One of the key things that choice-based lettings is designed to achieve is openness and transparency in housing allocation (or lettings, if you prefer). It does so mostly by using a relatively crude mechanism of determining priorities in and between bands/groups/classes: waiting time. In the early schemes, waiting time could be nobbled by adding periods in cases of urgent need through the use of priority cards etc, but this failed the transparency test (see the 2008 CoG).
In R(Kabashi) v LB Redbridge [2009] EWHC 2984 (Admin) (but only just arrived on Baili, honest), Redbridge got away with (and that’s the best way of putting it as far as I’m concerned) a policy of amending the effective date when an applicant’s needs were reassessed. In other words, rather than use the original date of application as the effective date, Redbridge used the date of reassessment. In Ms Kabashi’s case, her honesty, having had a reassessment from a three bed to a two bed need after her brother left the household, lead to her losing four years worth of waiting time. That was the clear effect of the policy properly applied.
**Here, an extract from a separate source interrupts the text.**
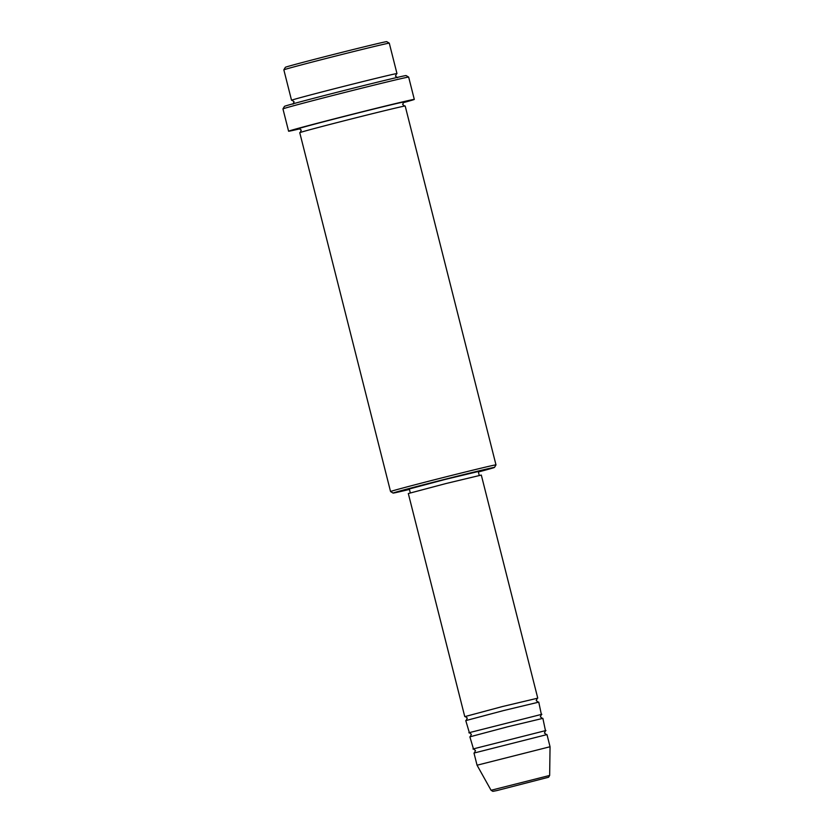 <?xml version="1.0" encoding="UTF-8"?>
<svg xmlns="http://www.w3.org/2000/svg" width="833" height="833" viewBox="0 0 833 833"><rect width="100%" height="100%" fill="white"/><g stroke="black" fill="none" stroke-linecap="round" stroke-linejoin="round"><path stroke-width="1.25" d="M465.262 716.505L502.538 706.519L537.264 698.283M469.375 732.717L465.772 720.607L503.559 710.57L538.764 702.136L541.367 714.506M468.854 732.769L541.846 714.308M473.477 748.94L469.874 736.83L507.661 726.793L542.877 718.358L545.469 730.718M472.957 748.992L545.948 730.52M473.987 753.053L546.979 734.581L550.051 746.743L477.059 765.215L473.987 753.053M283.855 69.837L285.365 67.296A52.292 0.635 -14.2 0 1 337.844 53.374A52.292 0.635 -14.2 0 1 386.741 41.65L389.282 43.16A54.374 0.666 165.8 0 0 389.282 43.16A54.374 0.666 165.8 0 0 338.427 55.353A54.374 0.666 165.8 0 0 283.855 69.837A54.374 0.666 165.8 0 0 283.845 69.847L291.54 100.262A54.374 0.666 -14.2 0 1 346.122 85.768A54.374 0.666 -14.2 0 1 396.977 73.585A54.374 0.666 -14.2 0 1 396.435 73.814M478.371 471.978A52.292 0.635 165.8 0 0 494.479 467.428A52.292 0.635 165.8 0 0 445.572 479.131A52.292 0.635 165.8 0 0 393.103 493.084A52.292 0.635 165.8 0 0 409.43 489.419M445.134 477.059A54.374 0.666 -14.2 0 1 495.989 464.876A54.374 0.666 -14.2 0 1 495.989 464.887L405.192 106.02A54.374 0.666 -14.2 0 0 354.327 118.203A54.374 0.666 -14.2 0 0 299.755 132.697L390.552 491.553A54.374 0.666 -14.2 0 1 390.552 491.553A54.374 0.666 -14.2 0 1 445.134 477.059M282.949 108.894L284.459 106.364A62.746 0.771 -14.2 0 1 347.434 89.641A62.746 0.771 -14.2 0 1 406.108 75.574L408.649 77.094A64.839 0.791 165.8 0 0 408.649 77.094A64.839 0.791 165.8 0 0 348.017 91.63A64.839 0.791 165.8 0 0 282.949 108.894A64.839 0.791 165.8 0 0 282.949 108.904L288.593 131.208A64.839 0.791 -14.2 0 1 353.661 113.934A64.839 0.791 -14.2 0 1 414.303 99.398A64.839 0.791 -14.2 0 1 403.016 102.73M292.133 100.21A54.374 0.666 -14.2 0 1 291.54 100.262M464.752 716.557L408.316 493.532L446.103 483.504L481.307 475.07L537.743 698.085M410.305 492.876L409.315 488.971L444.999 479.485L478.257 471.52L479.246 475.435M300.099 128.771A64.839 0.791 -14.2 0 1 288.593 131.208M549.655 775.45L491.064 790.278L492.855 791.35L496.895 790.569L548.593 777.241L549.655 775.45L550.051 746.743M299.307 128.594A54.374 0.666 -14.2 0 1 353.307 114.152A54.374 0.666 -14.2 0 1 403.62 102.199M465.189 716.505L467.292 718.067L466.178 720.441M469.291 732.728L471.395 734.29L470.281 736.664M473.394 748.95L475.497 750.512L474.383 752.886M494.479 467.428L495.989 464.887M292.039 100.22L294.08 101.772L293.029 104.125M299.224 128.605L301.265 130.156L300.203 132.509M414.303 99.398L408.659 77.105M396.977 73.585L389.282 43.17M491.064 790.278L477.059 765.215M403.703 102.157L402.651 104.51L404.692 106.072M397.508 77.688L395.467 76.126L396.529 73.773M393.103 493.084L390.562 491.564M546.542 734.623L544.438 733.061L545.542 730.687M542.439 718.41L540.336 716.849L541.44 714.464M538.337 702.188L536.223 700.626L537.337 698.252"/></g></svg>

Ms Kabashi’s case, however, fell into the Ahmad (links to our note) black hole of rationality challenges to allocations schemes and her claim to judicial review was refused by Judge Anthony Thornton QC. First, Redbridge had a (kind of) answer to the claim. They had followed the policy documents and 2002 CoG in setting up their policy. Second
The particular provision complained of was introduced because it was regarded as unfair to allow those who changed categories to take their place in the waiting list of the changed category at a point in the list which corresponded with their place in their previous category. Those whose place in a list was adversely affected by such a move would perceive any such interloping of applicants into their list as amounting to both queue jumping and as taking an unfair advantage of others in that waiting list. Moreover, experience had shown that a provision allowing the transposing of an effective date from one list to another encouraged queue jumping. ([10]).
The unfairness to Ms Kabashi was not mooted by the court.
Then, there was the refusal of permission in R v Lambeth LBC ex p Yemlahi [2002] EWHC 1187, a case on similar facts, in which Sullivan J held that “It is for the Council to devise the structure of the scheme. A scheme which, inter alia, seeks to prevent leap-frogging is not in principle unreasonable”. Although that case concerned redating where the applicant sought larger accommodation, Judge Thornton felt that, in light ofAhmad, “I do not see how it is any longer possible to contend that the upwards movement in the Yemlahis’ requirements were such that their case was to be treated differently from Ms Kabashi’s case with the downwards movement in her requirements. The arguments based on irrationality are similar in both cases” (at [13]).
Judge Thornton then roundly refused to open up Redbridge’s policy for examination further noting that there was no “clear cut way” to determine whether Ms Kabashi’s application had been significantly delayed (cf, though, his observation at [9] that “All that can be said is that it is reasonably predictable that Ms Kabashi’s overall waiting time for permanent accommodation may have been set back, possibly by an appreciable period of time, … . However, the possible set back and its possible length are not capable of being assessed or quantified” – in parenthesis, one might ask how Redbridge are able then to comply with their s 167(4A)(a)(ii) duty)). Even if it had been, the scheme would not have been irrational because there were good reasons given by Redbridge for its support.
An unfortunate day at the office for Nik Nicol for Ms Kabashi; in my view, an even more unfortunate day at the office for Judge Thornton. However, what this case does is to demonstrate just how far is the baleful influence of Ahmad.
The one thing that I thought could be salvaged from Ahmad was the importance of waiting time in a Part VI assessment where a policy provided for it. This is because of what Neuberger says at 52:
“The fact that an applicant whose household includes someone who satisfies one or more of the section 167(2) factors has had to wait in his present unsatisfactory accommodation for a long time appears to me to be a factor which a reasonable authority could regard as very significant. It also has the advantage of being quantifiable, transparent and hard to manipulate.”
In other words, waiting time can compensate for the downfall of the composite assessment.
I can understand the logic of say, Westminster, who reset waiting time if you are moved from Band C to Band A because of potential unfairness to existing Band A applicants.
I don’t see how Redbridge’s argument about unfairness could be relevant to downsizing where no s.167 criteria are in play.